Франция, Париж. Понедельник, 23 мая, 10.15
Гриффин никогда не видел таких дорогих poupees, как называли их французы, и знал, что жена не одобрила бы его выбор. Но Терезы здесь не было, а лишить себя радости увидеть дочь, которая открывает коробку и восхищается парижской куклой, он не мог. У шестилетней Элси были светлые волосы, как у ее матери, и серо-голубые глаза, как у него. Она была серьезным ребенком и отлично играла на пианино. Гениальный ребенок, однако они с женой решили не омрачать жизнь ранимого виртуоза. Гриффин сам во многом был лишен детства понимал, как оно важно.
Его сердце болело за девочку, он беспокоился, как развод повлияет на нее. Конечно, он не мог защитить дочь полностью, но ему не хотелось стать тем, кто омрачит ее жизнь. Если они с Терезой разведутся, он не оставит Элси так, как сделал его родной отец, покинув сына. Но результат вряд ли будет иным.
На стойке регистратора лежала маленькая брошюра, история магазина на пяти языках. Maison des Poupés стоял на этом углу более ста лет. Казалось, что в Европе с большим уважением относились к традициям и заведениям. К чему-либо новому здесь относились не так уважительно, как у него дома.
Дома.
Что же, это почти сработало, грустно подумал про себя Гриффин. Он сумел нацелить свои мысли на преходящую природу вселенной, но они вернулись обратно к его маленькой девочке.
Он был плохим отцом, и на то, чтобы понять, почему, не понадобилось много лет. Но с высоты понимания ошибок собственного отца Гриффин не переставал тревожиться.
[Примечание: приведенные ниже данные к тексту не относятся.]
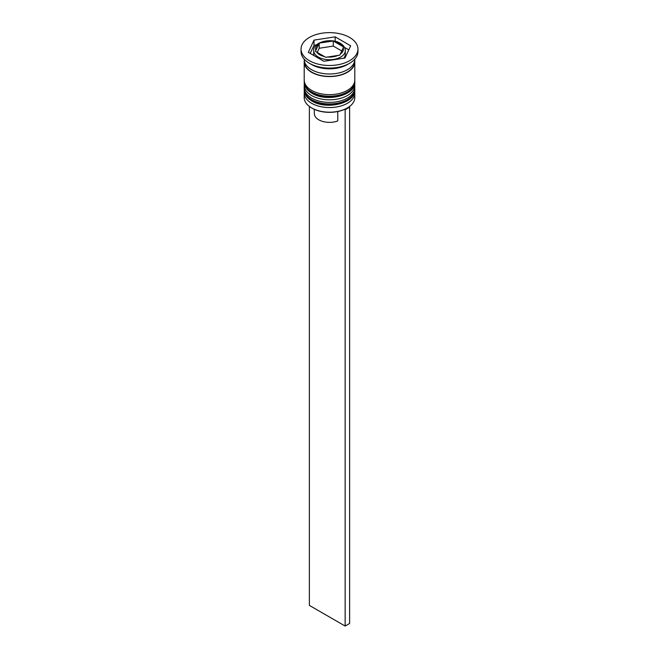 <?xml version="1.0" encoding="UTF-8"?>
<svg xmlns="http://www.w3.org/2000/svg" width="659" height="659" viewBox="0 0 659 659"><rect width="100%" height="100%" fill="white"/><g stroke="black" fill="none" stroke-linecap="round" stroke-linejoin="round"><path stroke-width="0.99" d="M343.603 46.987L333.281 41.023L320.628 42.876L319.17 43.206L315.397 51.353L325.719 57.317L339.83 55.134L343.603 46.987M343.734 58.198A15.808 9.127 0 0 0 345.308 54.227L345.308 50.611A15.808 9.127 180 0 1 335.546 59.046A15.808 9.127 180 0 1 318.322 57.069A15.808 9.127 180 0 1 313.692 50.611L313.692 54.227A15.808 9.127 0 0 0 313.849 55.521M347.161 108.051A24.663 14.234 180 0 1 346.939 108.183A24.663 14.234 180 0 1 344.558 109.386A24.663 14.234 180 0 1 312.061 108.183L311.616 107.919A25.297 14.605 0 0 0 347.384 107.919A25.297 14.605 0 0 0 354.797 97.598L354.797 92.952A25.297 14.605 180 0 1 339.179 106.445A25.297 14.605 180 0 1 311.616 103.274A25.297 14.605 180 0 1 304.203 92.952A25.297 14.605 180 0 1 304.343 91.453M354.657 91.453A25.297 14.605 180 0 1 354.797 92.952M354.657 83.709A25.297 14.605 180 0 1 354.797 85.209A25.297 14.605 180 0 1 339.179 98.693A25.297 14.605 180 0 1 311.616 95.53A25.297 14.605 180 0 1 304.203 85.209A25.297 14.605 180 0 1 304.343 83.709M301.048 49.063L301.048 51.641A28.452 16.426 0 0 0 309.376 63.264L311.616 64.549A25.297 14.605 0 0 0 347.384 64.549L349.624 63.264A28.452 16.426 0 0 0 357.952 51.641L357.952 49.063A28.452 16.426 0 0 0 349.624 37.448A28.452 16.426 0 0 0 318.61 33.881A28.452 16.426 0 0 0 301.048 49.063A28.452 16.426 0 0 0 309.376 60.677A28.452 16.426 0 0 0 340.39 64.244A28.452 16.426 0 0 0 357.952 49.063M311.616 64.549L309.376 63.264A28.452 16.426 0 0 0 349.624 63.264M304.203 85.209L304.203 87.787A25.297 14.605 0 0 0 311.616 98.117A25.297 14.605 0 0 0 339.179 101.28A25.297 14.605 0 0 0 354.797 87.787L354.797 85.209M304.301 60.677A25.297 14.605 0 0 0 304.203 61.971L304.203 80.044A25.297 14.605 0 0 0 311.616 90.365A25.297 14.605 0 0 0 339.179 93.537A25.297 14.605 0 0 0 354.797 80.044L354.797 61.971A25.297 14.605 0 0 0 354.699 60.677M304.203 61.971A25.297 14.605 0 0 0 311.616 72.301A25.297 14.605 0 0 0 339.179 75.464A25.297 14.605 0 0 0 354.797 61.971M304.203 59.17L304.203 59.392A25.297 14.605 0 0 0 311.616 69.714A25.297 14.605 0 0 0 339.179 72.885A25.297 14.605 0 0 0 354.797 59.392L354.797 59.17M314.327 109.336L314.327 113.603A15.173 8.765 0 0 0 318.767 119.798A15.173 8.765 0 0 0 337.762 120.951L337.762 111.528M312.061 108.183L311.616 107.919A25.297 14.605 0 0 1 304.203 97.598L304.203 92.952M323.833 61.279L344.986 58.008L350.662 45.792L335.167 36.846L314.013 40.117L308.338 52.333L323.833 61.279M316.485 44.903L314.013 45.282L310.232 53.428M314.013 45.282L314.013 40.117M335.167 41.328L335.167 36.846M348.768 49.862L344.484 47.39M317.284 52.333L319.17 48.264L319.17 43.206M319.17 48.264L333.281 46.081L333.281 41.023M333.281 46.081L341.716 50.957M349.089 106.84L349.624 107.145L345.151 109.732L344.558 109.386M309.376 106.445L309.376 605.399L345.151 626.05L349.624 623.472L349.624 107.145M345.151 109.732L345.151 626.05M304.211 89.591A25.297 14.605 0 0 0 304.203 89.855A25.297 14.605 0 0 0 311.616 100.176A25.297 14.605 0 0 0 339.179 103.348A25.297 14.605 0 0 0 354.797 89.855A25.297 14.605 0 0 0 354.789 89.591M354.797 89.336A25.297 14.605 180 0 1 339.179 102.829A25.297 14.605 180 0 1 311.616 99.666A25.297 14.605 180 0 1 304.203 89.336L304.203 89.855C304.343 94.319 306.946 98.051 312.004 101.049C326.633 110.3 355.852 103.208 354.797 89.855L354.764 88.537M304.211 81.848A25.297 14.605 0 0 0 304.203 82.111A25.297 14.605 0 0 0 311.616 92.433A25.297 14.605 0 0 0 339.179 95.596A25.297 14.605 0 0 0 354.797 82.111A25.297 14.605 0 0 0 354.789 81.848M354.797 81.592A25.297 14.605 180 0 1 339.179 95.085A25.297 14.605 180 0 1 311.616 91.914A25.297 14.605 180 0 1 304.203 81.592L304.203 82.111C304.343 86.576 306.946 90.308 312.004 93.306C326.633 102.557 355.852 95.464 354.797 82.111L354.764 80.793M342.54 46.27A13.913 8.032 0 0 0 339.336 43.387A13.913 8.032 0 0 0 334.344 41.533M340.217 54.186A13.913 8.032 0 0 0 343.215 47.72M327.177 56.979A13.913 8.032 0 0 0 338.372 55.249M316.46 51.863A13.913 8.032 0 0 0 319.664 54.746A13.913 8.032 0 0 0 324.656 56.592M354.476 61.707A24.976 14.424 180 0 1 339.27 75.241A24.976 14.424 180 0 1 311.839 72.169A24.976 14.424 180 0 1 304.524 61.707M331.823 41.146A13.913 8.032 0 0 0 320.628 42.876M318.783 43.939A13.913 8.032 0 0 0 315.785 50.405M304.236 88.537L304.203 89.336M304.236 80.793L304.203 81.592M345.308 50.611C345.242 47.695 343.57 45.249 340.283 43.288C331.007 37.431 312.885 42.16 313.692 50.611M346.939 108.183L347.384 107.919"/></g></svg>

Тереза не хотела переезжать, а ему приходилось проводить в Египте по крайней мере пять месяцев в году. Из-за его отъездов их брак сильно страдал. Насколько хуже станет ситуация, когда в нее втянут ребенка? Тереза настояла и через какое-то время победила.
С первых дней своего отцовства Гриффин удивлялся силе чувств к маленькой Элси. Он сказал Терезе, что у него словно вынули сердце.
Появилась продавщица с большой подарочной коробкой.
– Вуаля, месье Норт, – сказала она, протянув ему красиво завернутую покупку.
Он распорядился, чтобы ее доставили в гостиницу «Монталембер» ближе к вечеру, а потом отправился по Рю де Сен-Пер, где, зажатый между двумя старинными магазинами, находился парфюмерный магазин Л’Этуаль.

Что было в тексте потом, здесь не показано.